[Opening Records for processing section]

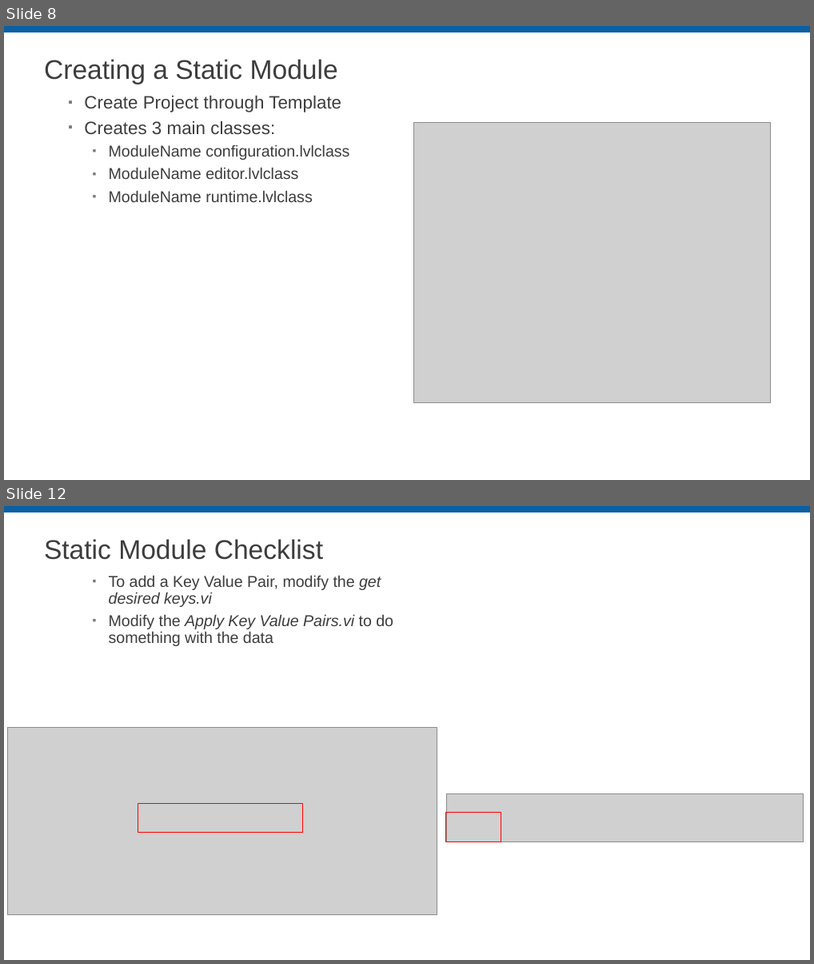
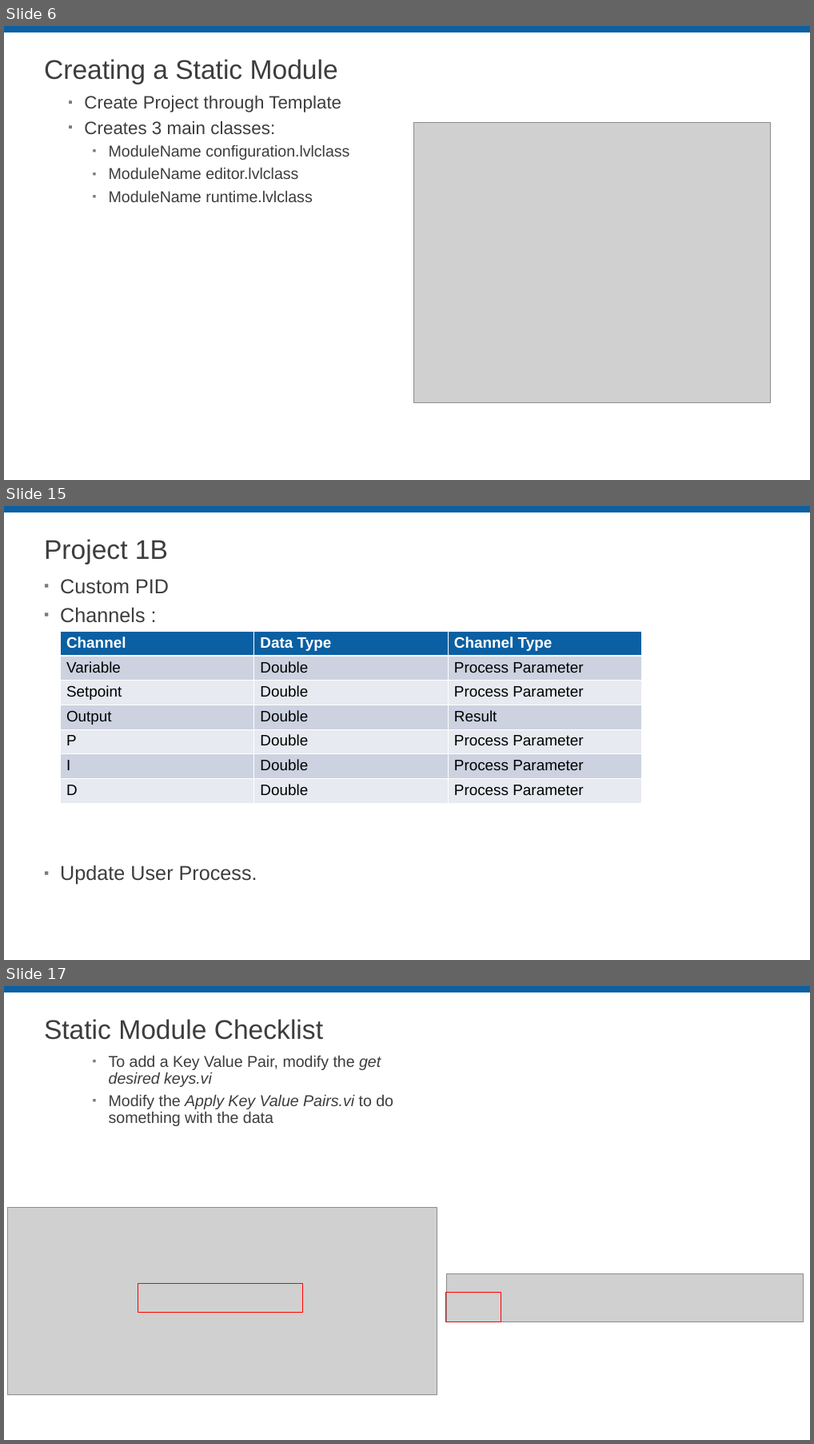
Before and after one commit to LabVIEW-DCAF/Documentation, a slide deck: Trunk/Getting Started Material/DCAF Training/6 Static Modules.pptx. Shown one above the other, each under a label of ours: slides 8 and 12 before the commit, slides 6, 15 and 17 after it; the slides between them are not shown. The pictures are 814x964 and 814x1444 pixels, drawn with LibreOffice and Linux fonts; fonts in the diff are those of the drawing; grey boxes stand for pictures; background and template pictures are left out. Boxes give left, top, right and bottom in pixels: in the first picture for what was removed or moved away, otherwise in the second. Text is boxed around its words. In the diff, an @@ line names an element or a change of style, - is before the commit and + after.

```diff
--- a/Trunk/Getting Started Material/DCAF Training/6 Static Modules.pptx
+++ b/Trunk/Getting Started Material/DCAF Training/6 Static Modules.pptx
@@ slide 15 added at bbox=[4, 506, 810, 960], background #FFFFFF; not listed: 1 template element that a slide beside it also shows @@
@@ title added at bbox=[44, 539, 168, 564], 32 pt, text #3D3D3D @@
+Project 1B
@@ text added at bbox=[60, 579, 258, 884], 24 pt, text #3D3D3D @@
+▪ Custom PID
+▪ Channels :
+▪ Update User Process.
@@ table added at bbox=[60, 632, 643, 843], 7 rows, 3 columns @@
+Channel | Data Type | Channel Type
+Variable | Double | Process Parameter
+Setpoint | Double | Process Parameter
+Output | Double | Result
+P | Double | Process Parameter
+I | Double | Process Parameter
+D | Double | Process Parameter
@@ what was slide 8 is now slide 6 @@
@@ what was slide 12 is now slide 17 @@
```
Also in this commit, not shown: 3 slides changed, 15 other slides added, 12 slides removed, 1 other file.

[Closing Records for processing section]

Without the pictures, reproduce every record exactly as it appears above.

» **Task result**
Before and after one commit to LabVIEW-DCAF/Documentation, a slide deck: Trunk/Getting Started Material/DCAF Training/6 Static Modules.pptx. Shown one above the other, each under a label of ours: slides 8 and 12 before the commit, slides 6, 15 and 17 after it; the slides between them are not shown. The pictures are 814x964 and 814x1444 pixels, drawn with LibreOffice and Linux fonts; fonts in the diff are those of the drawing; grey boxes stand for pictures; background and template pictures are left out. Boxes give left, top, right and bottom in pixels: in the first picture for what was removed or moved away, otherwise in the second. Text is boxed around its words. In the diff, an @@ line names an element or a change of style, - is before the commit and + after.

```diff
--- a/Trunk/Getting Started Material/DCAF Training/6 Static Modules.pptx
+++ b/Trunk/Getting Started Material/DCAF Training/6 Static Modules.pptx
@@ slide 15 added at bbox=[4, 506, 810, 960], background #FFFFFF; not listed: 1 template element that a slide beside it also shows @@
@@ title added at bbox=[44, 539, 168, 564], 32 pt, text #3D3D3D @@
+Project 1B
@@ text added at bbox=[60, 579, 258, 884], 24 pt, text #3D3D3D @@
+▪ Custom PID
+▪ Channels :
+▪ Update User Process.
@@ table added at bbox=[60, 632, 643, 843], 7 rows, 3 columns @@
+Channel | Data Type | Channel Type
+Variable | Double | Process Parameter
+Setpoint | Double | Process Parameter
+Output | Double | Result
+P | Double | Process Parameter
+I | Double | Process Parameter
+D | Double | Process Parameter
@@ what was slide 8 is now slide 6 @@
@@ what was slide 12 is now slide 17 @@
```
Also in this commit, not shown: 3 slides changed, 15 other slides added, 12 slides removed, 1 other file.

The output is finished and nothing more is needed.